INFO:pypsa.network.io:Imported network 'SciGrid-DE' has buses, carriers, generators, lines, loads, storage_units, transformers
Preparation¶
For illustrative purposes and a simpler postprocessing workflow, we cluster the network based on federal states. For a more detailed guide on clustering, please go to Network Clustering. Within the scope of this guide, you can ignore the following blocks.
n.calculate_dependent_values()
n.lines = n.lines.reindex(columns=n.components["Line"]["defaults"].index[1:])
n.lines["type"] = "Al/St 240/40 2-bundle 220.0"
n.buses = n.buses.reindex(columns=n.components["Bus"]["defaults"].index[1:])
n.buses["frequency"] = 50
url = "https://media.githubusercontent.com/media/wmgeolab/geoBoundaries/9469f09592ced973a3448cf66b6100b741b64c0d/releaseData/gbOpen/DEU/ADM1/geoBoundaries-DEU-ADM1-all.zip"
states = gpd.read_file(url, layer="geoBoundaries-DEU-ADM1_simplified")
states["shapeName"] = states["shapeName"].apply(
lambda x: x.encode("latin1").decode("utf-8")
) # fix encoding issue
bus_coords = gpd.GeoDataFrame(
geometry=gpd.points_from_xy(n.buses.x, n.buses.y, crs=4326), index=n.buses.index
)
busmap = bus_coords.to_crs(3035).sjoin_nearest(states.to_crs(3035), how="left").shapeISO
nc = n.cluster.cluster_by_busmap(busmap)
By default, calling n.plot() will render all network components based on the x and y coordinates defined in n.buses.
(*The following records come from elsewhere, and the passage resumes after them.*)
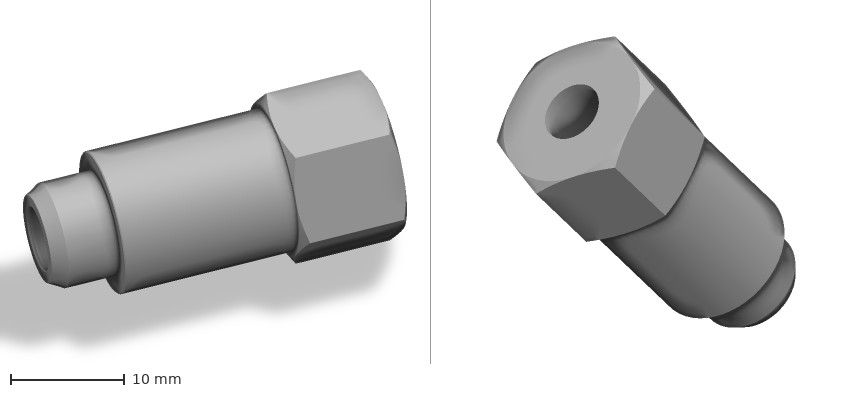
import cadquery as cq
import math

total_length = 32.0
hex_length = 10.0
tip_length = 6.0

hex_across_corners = 16.15
body_diameter = 13.0
tip_diameter = 9.6
tip_end_diameter = 8.03
bore_diameter = 5.5

body_chamfer = 0.1
bore_chamfer = 0.25
taper_angle = math.radians(30)

hex_across_flats = hex_across_corners * math.cos(math.pi / 6)
hex_start = total_length - hex_length
tip_taper_length = (tip_diameter - tip_end_diameter) / 2 / math.tan(taper_angle)
corner_height = (hex_across_corners - hex_across_flats) / 2 * math.tan(taper_angle)


def revolve_about_y(points):
    """Solid of revolution from (radius, y) points."""
    return cq.Workplane("XY").polyline(points).close().revolve(360, (0, 0, 0), (0, 1, 0))


def make_hexagon():
    """Hexagonal head with corners on +X and -X, chamfered at both ends."""
    prism = (
        cq.Workplane("XZ", origin=(0, total_length, 0))
        .polygon(6, hex_across_corners)
        .extrude(hex_length)
    )
    flat_radius = hex_across_flats / 2
    corner_radius = hex_across_corners / 2
    envelope = revolve_about_y([
        (0, hex_start),
        (flat_radius, hex_start),
        (corner_radius, hex_start + corner_height),
        (corner_radius, total_length - corner_height),
        (flat_radius, total_length),
        (0, total_length),
    ])
    return prism.intersect(envelope)


def make_shank():
    """Cylindrical body and the narrower tapered tip."""
    body_radius = body_diameter / 2
    tip_radius = tip_diameter / 2
    return revolve_about_y([
        (0, 0),
        (tip_end_diameter / 2, 0),
        (tip_radius, tip_taper_length),
        (tip_radius, tip_length),
        (body_radius - body_chamfer, tip_length),
        (body_radius, tip_length + body_chamfer),
        (body_radius, hex_start),
        (0, hex_start),
    ])


def make_bore():
    """Through hole with a chamfered mouth at the tip."""
    bore_radius = bore_diameter / 2
    return revolve_about_y([
        (0, 0),
        (bore_radius + bore_chamfer, 0),
        (bore_radius, bore_chamfer),
        (bore_radius, total_length),
        (0, total_length),
    ])


result = make_hexagon().union(make_shank()).cut(make_bore())

This allows us to get a first visual overview on the two networks, before and after clustering.
n.plot()
{'nodes': {'Bus': <matplotlib.collections.PatchCollection at 0x792cf3f72900>},
'branches': {'Line': <matplotlib.collections.LineCollection at 0x792cf3f72a50>,
'Transformer': <matplotlib.collections.LineCollection at 0x792d10b80f50>},
'flows': {}}
nc.plot()
{'nodes': {'Bus': <matplotlib.collections.PatchCollection at 0x792cf3fdefd0>},
'branches': {'Line': <matplotlib.collections.LineCollection at 0x792cf3fdf110>},
'flows': {}}
Retrieving Results Data¶
To map result to parameters of n.plot(), we first solve the network and then use n.statistics() to calculate relevant metrics.
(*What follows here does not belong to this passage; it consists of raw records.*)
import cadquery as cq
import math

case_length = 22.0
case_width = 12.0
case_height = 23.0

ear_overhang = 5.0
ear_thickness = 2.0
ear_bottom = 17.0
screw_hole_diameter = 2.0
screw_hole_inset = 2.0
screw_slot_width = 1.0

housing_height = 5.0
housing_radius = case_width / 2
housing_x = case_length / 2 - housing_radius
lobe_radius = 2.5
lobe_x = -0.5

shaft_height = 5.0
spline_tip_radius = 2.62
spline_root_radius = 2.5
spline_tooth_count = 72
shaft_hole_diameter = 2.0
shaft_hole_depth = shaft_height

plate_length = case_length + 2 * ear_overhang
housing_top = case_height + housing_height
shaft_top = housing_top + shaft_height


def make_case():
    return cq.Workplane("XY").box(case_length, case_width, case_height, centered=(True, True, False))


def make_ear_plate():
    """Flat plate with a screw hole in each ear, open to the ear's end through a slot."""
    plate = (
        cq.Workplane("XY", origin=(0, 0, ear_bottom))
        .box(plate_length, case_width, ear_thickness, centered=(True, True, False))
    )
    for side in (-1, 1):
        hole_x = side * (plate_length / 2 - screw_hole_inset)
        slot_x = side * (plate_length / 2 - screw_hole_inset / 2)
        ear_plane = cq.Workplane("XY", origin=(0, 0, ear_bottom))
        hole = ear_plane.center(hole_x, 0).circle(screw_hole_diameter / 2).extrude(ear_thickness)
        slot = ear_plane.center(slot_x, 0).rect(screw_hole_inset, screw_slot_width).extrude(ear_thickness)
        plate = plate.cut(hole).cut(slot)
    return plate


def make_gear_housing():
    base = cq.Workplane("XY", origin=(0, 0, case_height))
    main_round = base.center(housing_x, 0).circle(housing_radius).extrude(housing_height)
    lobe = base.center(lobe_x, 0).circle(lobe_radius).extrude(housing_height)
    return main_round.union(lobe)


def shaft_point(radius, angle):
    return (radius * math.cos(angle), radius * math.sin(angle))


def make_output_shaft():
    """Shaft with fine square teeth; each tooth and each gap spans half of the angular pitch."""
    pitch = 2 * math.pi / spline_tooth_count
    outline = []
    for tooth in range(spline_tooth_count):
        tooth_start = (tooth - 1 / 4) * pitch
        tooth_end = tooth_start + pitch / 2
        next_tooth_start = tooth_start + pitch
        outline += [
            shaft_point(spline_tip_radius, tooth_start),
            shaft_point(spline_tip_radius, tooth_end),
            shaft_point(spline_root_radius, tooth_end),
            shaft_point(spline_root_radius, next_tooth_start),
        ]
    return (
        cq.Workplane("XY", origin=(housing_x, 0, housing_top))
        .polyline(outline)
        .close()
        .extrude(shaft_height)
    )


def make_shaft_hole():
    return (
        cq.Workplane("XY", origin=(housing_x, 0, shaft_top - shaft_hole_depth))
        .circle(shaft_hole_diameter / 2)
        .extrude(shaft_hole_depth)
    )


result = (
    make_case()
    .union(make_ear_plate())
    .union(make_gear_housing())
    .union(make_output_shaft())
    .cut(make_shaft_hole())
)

# We reduce logging output for clarity
import logging
logging.getLogger("pypsa").setLevel(logging.ERROR)
logging.getLogger("linopy").setLevel(logging.ERROR)
nc.optimize()
Writing constraints.: 0%| | 0/14 [00:00<?, ?it/s]
Writing constraints.: 14%|█▍ | 2/14 [00:00<00:00, 12.55it/s]
Writing constraints.: 93%|█████████▎| 13/14 [00:00<00:00, 57.85it/s]
Writing constraints.: 100%|██████████| 14/14 [00:00<00:00, 51.38it/s]
Writing continuous variables.: 0%| | 0/5 [00:00<?, ?it/s]
Writing continuous variables.: 100%|██████████| 5/5 [00:00<00:00, 82.96it/s]
Running HiGHS 1.11.0 (git hash: 364c83a): Copyright (c) 2025 HiGHS under MIT licence terms
LP linopy-problem-513ptrq3 has 76872 rows; 37608 cols; 117490 nonzeros
Coefficient ranges:
Matrix [4e-01, 9e+01]
Cost [3e+00, 1e+02]
Bound [0e+00, 0e+00]
RHS [2e-11, 2e+04]
Presolving model
1656 rows, 27772 cols, 32438 nonzeros 0s
1512 rows, 5899 cols, 10325 nonzeros 0s
Dependent equations search running on 1488 equations with time limit of 1000.00s
Dependent equations search removed 0 rows and 0 nonzeros in 0.00s (limit = 1000.00s)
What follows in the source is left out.